PROBLEM: Going through the data below, please show each line containing the string "infinite".

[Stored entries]
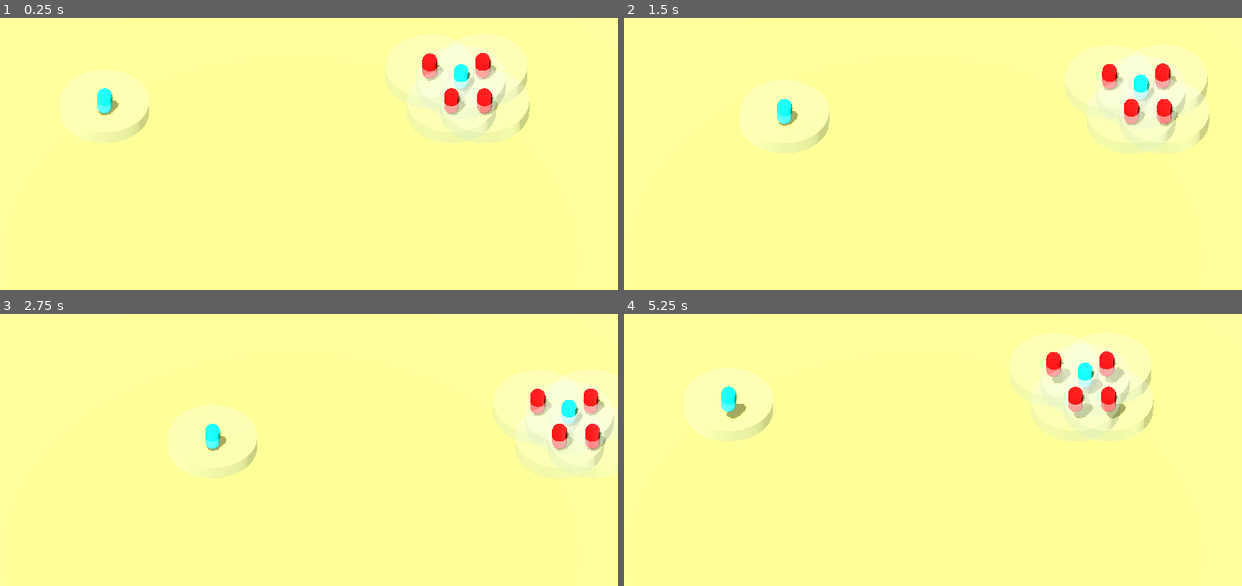
Above: before the commit, frames 1-4 (two rows, left to right).
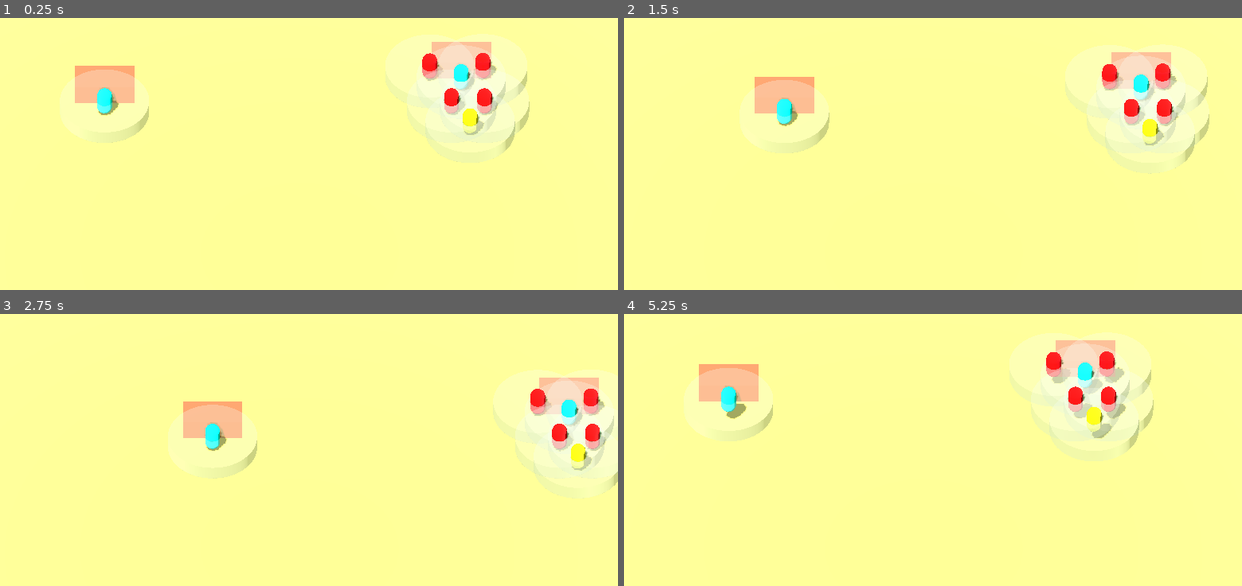
Above: after the commit, the same moments.

Repository: Rachel-Sherrick/TowerDefense
Game: Godot game, scene res://main.tscn
The game is run twice, just before and just after one commit, with the same random seed, the same clock (stepped at 60 frames per second) and the same inputs.
Inputs (mouse positions are in pixels of both pictures, inside the frame that each line leads up to):
- Up to frame 1 (0.25 s): no input
- Up to frame 2 (1.5 s): tap Enter (ui_accept) at 0.5, 0.77 s; move the mouse to (1062, 94) at 0.52 s; hold Right (ui_right) 0.53-1.28 s; click (1062, 94) at 0.67 s; move the mouse to (797, 129) at 1.27 s; hold Down (ui_down) from 1.28 s (still down)
- Up to frame 3 (2.75 s): tap Enter (ui_accept) at 1.52 s; move the mouse to (364, 327) at 2.02 s; release Down (ui_down) at 2.03 s; hold Right (ui_right) from 2.03 s (still down)
- Up to frame 4 (5.25 s): move the mouse to (889, 479) at 2.77 s; release Right (ui_right) at 2.78 s; hold Up (ui_up) 2.78-3.53 s; click (889, 479) at 2.92 s; tap Enter (ui_accept) at 3.02, 3.77, 4.52 s; move the mouse to (1112, 460) at 3.52 s; hold Left (ui_left) 3.53-5.03 s; move the mouse to (735, 354) at 4.27 s; move the mouse to (957, 406) at 5.02 s; hold Down (ui_down) from 5.03 s (still down); click (957, 406) at 5.17 s

The runs differ from the first frame. In frame 1, 2.7% of the frame differs, in the area x 12-84%, y 8-53%; in frame 2, 2.7%; in frame 3, 2.6%; in frame 4, 2.9%, in the area x 12-84%, y 9-51%.

Commit message:
Refining swing
switched code to warrior script, added health setter and getter

Diff:
--- a/main.tscn
+++ b/main.tscn
@@ -1,6 +1,7 @@
 [gd_scene format=3 uid="uid://cmjnhkpnq3l66"]
 
 [ext_resource type="PackedScene" uid="uid://doxjo2c5tjq6e" path="res://enemy.tscn" id="2_0xm2m"]
+[ext_resource type="PackedScene" uid="uid://tu18fp20hsnf" path="res://towers/warrior.tscn" id="3_1bvp3"]
 [ext_resource type="PackedScene" uid="uid://bmslpuj4gik5" path="res://tower.tscn" id="3_h2yge"]
 
 [sub_resource type="StandardMaterial3D" id="StandardMaterial3D_0xm2m"]
@@ -73,3 +74,6 @@
 
 [node name="Character4" parent="." unique_id=830281426 instance=ExtResource("2_0xm2m")]
 transform = Transform3D(1, 0, 0, 0, 1, 0, 0, 0, 1, 12.465977, 0, -3.3592243)
+
+[node name="Warrior" parent="." unique_id=328875560 instance=ExtResource("3_1bvp3")]
+transform = Transform3D(1, 0, 0, 0, 1, 0, 0, 0, 1, 11.618313, 0, 1.9047973)
--- a/scripts/Classes/character.gd
+++ b/scripts/Classes/character.gd
@@ -36,7 +36,7 @@
 ## Veloicty for when / if the chracter jumps
 @export var jump_velocity = 4.5
 ## Health for when the character gets attacked
-@export var health = 1
+@export var health = 5
 ## Range multiplier for the character's range
 ## Only set range through RangeDetection's set_range
 @export var range_detection = 1
@@ -59,6 +59,16 @@
 		phys_framecount = 1
 		return false
 	phys_framecount = new_count
+	return true
+
+func get_health() -> int:
+	return health
+
+func set_health(health_lost: int) -> bool:
+	if health <= 0:
+		#isDead bool variable?
+		return false
+	health = health - health_lost
 	return true
 
 func get_target_type() -> int:
--- a/scripts/Classes/enemy.gd
+++ b/scripts/Classes/enemy.gd
@@ -1,5 +1,8 @@
 extends Character
 class_name Enemy
+
+func _ready() -> void:
+	pass
 
 func _physics_process(delta: float) -> void:
 	super(delta)
--- a/scripts/Classes/tower.gd
+++ b/scripts/Classes/tower.gd
@@ -4,69 +4,18 @@
 ## @onready var ray_cast_3d: RayCast3D = $RayCast3D
 ## var enemy : Character = null
 var time_elapsed : float = 0.0
-#warrior swing cooldown in seconds
-var swing_cooldown : float = 3.0
-#is the cooldown over
-var swing_ready : bool = false
 
-#show/hide mesh
-@onready var hurt_box: Area3D = $HurtBox
-
-func _ready() -> void:
-	#on load the hurt box is not visible. the nesh instance is just a visible
-	#confirmation the swing happens without an animation.
-	hurt_box.visible = false
-
-func _process(delta: float) -> void:
-	time_elapsed += delta
-	#print(time_elapsed)
-	#if cooldown is over hurt box is visible again and attack is ready
-	if time_elapsed >= 3.0:
-		print("attack ready")
-		swing_ready = true
-		hurt_box.visible = true
-		time_elapsed = 0.0
-	#if the swing is ready and there's collision objects in hurt box
-	if swing_ready == true && hurt_box.has_overlapping_bodies():
-		var enemy_body = hurt_box.get_overlapping_bodies()
-		warrior_swing(enemy_body)
-		reset_cooldown()
-		#show_hurt_box(time_elapsed)
-
+#func _process(delta: float) -> void:
+	#time_elapsed += delta
 
 func _physics_process(delta: float) -> void:
 	super(delta)
-
+#
 func _on_range_detection_body_exited(body: Node3D) -> void:
 	super(body)
-
-func _on_range_body_entered(body: Node3D) -> void:
-	#super(body)
-	if swing_ready == true:
-		warrior_swing(body)
-
-#dealing warrior sword swing damage to enemies
-func warrior_swing(enemy) -> void:
-	print("attacked ", enemy)
-	#getter/setter for health
-	#enemy.health -= 1
-	#print("enemy health: ", enemy.health)
-
-#reset timer and swing ready and make hurt box invisible on cooldown
-func reset_cooldown() -> void:
-	time_elapsed = 0.0
-	swing_ready = false
-	#hurt box invisible on cooldown
-	hurt_box.visible = false
-	print("attack on cooldown")
-
-#show hurt box for 1 second when the warrior swings as stand in for animation
-#this function stops the infinite prints for some reason.
-func show_hurt_box(current_time: float) -> void:
-	var box_time = current_time
-	while (current_time - box_time) < 1.0:
-		hurt_box.visible = true
-	hurt_box.visible = false
+#
+#func _on_range_body_entered(body: Node3D) -> void:
+	##super(body)
 
 #func deal_damage(enemy):
 #	if time_elapsed >= 1.0:
--- a/towers/warrior.gd
+++ b/towers/warrior.gd
@@ -1,5 +1,65 @@
 extends Tower
 class_name Warrior
 
+@onready var hurt_box_mesh: MeshInstance3D = $HurtBox/HurtBoxMesh
+@onready var hurt_box: Area3D = $HurtBox
+
+#warrior swing cooldown in seconds
+var swing_cooldown : float = 3.0
+#is the cooldown over
+var swing_ready : bool = false
+
+func _ready() -> void:
+	#on load the hurt box is not visible. the mesh instance is just a visible
+	#confirmation the swing happens without an animation.
+	hurt_box_mesh.hide()
+
+func _process(delta: float) -> void:
+	time_elapsed += delta
+	#print(time_elapsed)
+	#if cooldown is over hurt box is visible again and attack is ready
+	if time_elapsed >= 3.0:
+		print("attack ready")
+		swing_ready = true
+		hurt_box_mesh.show()
+		time_elapsed = 0.0
+	#if the swing is ready and there's collision objects in hurt box
+	if swing_ready == true && hurt_box.has_overlapping_bodies():
+		var enemy_body = hurt_box.get_overlapping_bodies()
+		warrior_swing(enemy_body)
+		reset_cooldown()
+		#show_hurt_box(time_elapsed)
+
+
 func _physics_process(delta: float) -> void:
 	super(delta)
+
+func _on_range_detection_body_exited(body: Node3D) -> void:
+	super(body)
+
+func _on_range_body_entered(body: Node3D) -> void:
+	#super(body)
+	if swing_ready == true:
+		warrior_swing(body)
+
+#dealing warrior sword swing damage to enemies
+func warrior_swing(enemy) -> void:
+	print("attacked ", enemy)
+	set_health(1)
+	print("enemy health: ", get_health())
+
+#reset timer and swing ready and make hurt box invisible on cooldown
+func reset_cooldown() -> void:
+	time_elapsed = 0.0
+	swing_ready = false
+	#hurt box invisible on cooldown
+	hurt_box.visible = false
+	print("attack on cooldown")
+
+#show hurt box for 1 second when the warrior swings as stand in for animation
+#this function stops the infinite prints for some reason.
+func show_hurt_box(current_time: float) -> void:
+	var box_time = current_time
+	while (current_time - box_time) < 1.0:
+		hurt_box.visible = true
+	hurt_box.visible = false
--- a/towers/warrior.tscn
+++ b/towers/warrior.tscn
@@ -2,12 +2,18 @@
 
 [ext_resource type="PackedScene" uid="uid://bmslpuj4gik5" path="res://tower.tscn" id="1_yvydg"]
 [ext_resource type="Script" uid="uid://cwgafh5f6iy56" path="res://towers/warrior.gd" id="2_ctqbo"]
+
+[sub_resource type="StandardMaterial3D" id="StandardMaterial3D_yvydg"]
+albedo_color = Color(1, 0.80784315, 0, 1)
 
 [sub_resource type="CapsuleShape3D" id="CapsuleShape3D_k1sas"]
 
 [node name="Warrior" unique_id=254305490 instance=ExtResource("1_yvydg")]
 script = ExtResource("2_ctqbo")
 
+[node name="Body" parent="." index="0" unique_id=447693479]
+surface_material_override/0 = SubResource("StandardMaterial3D_yvydg")
+
 [node name="CharacterCollision" parent="." index="1" unique_id=492885942]
 shape = SubResource("CapsuleShape3D_k1sas")

ANSWER TO THIS EXERCISE:
-#this function stops the infinite prints for some reason.
+#this function stops the infinite prints for some reason.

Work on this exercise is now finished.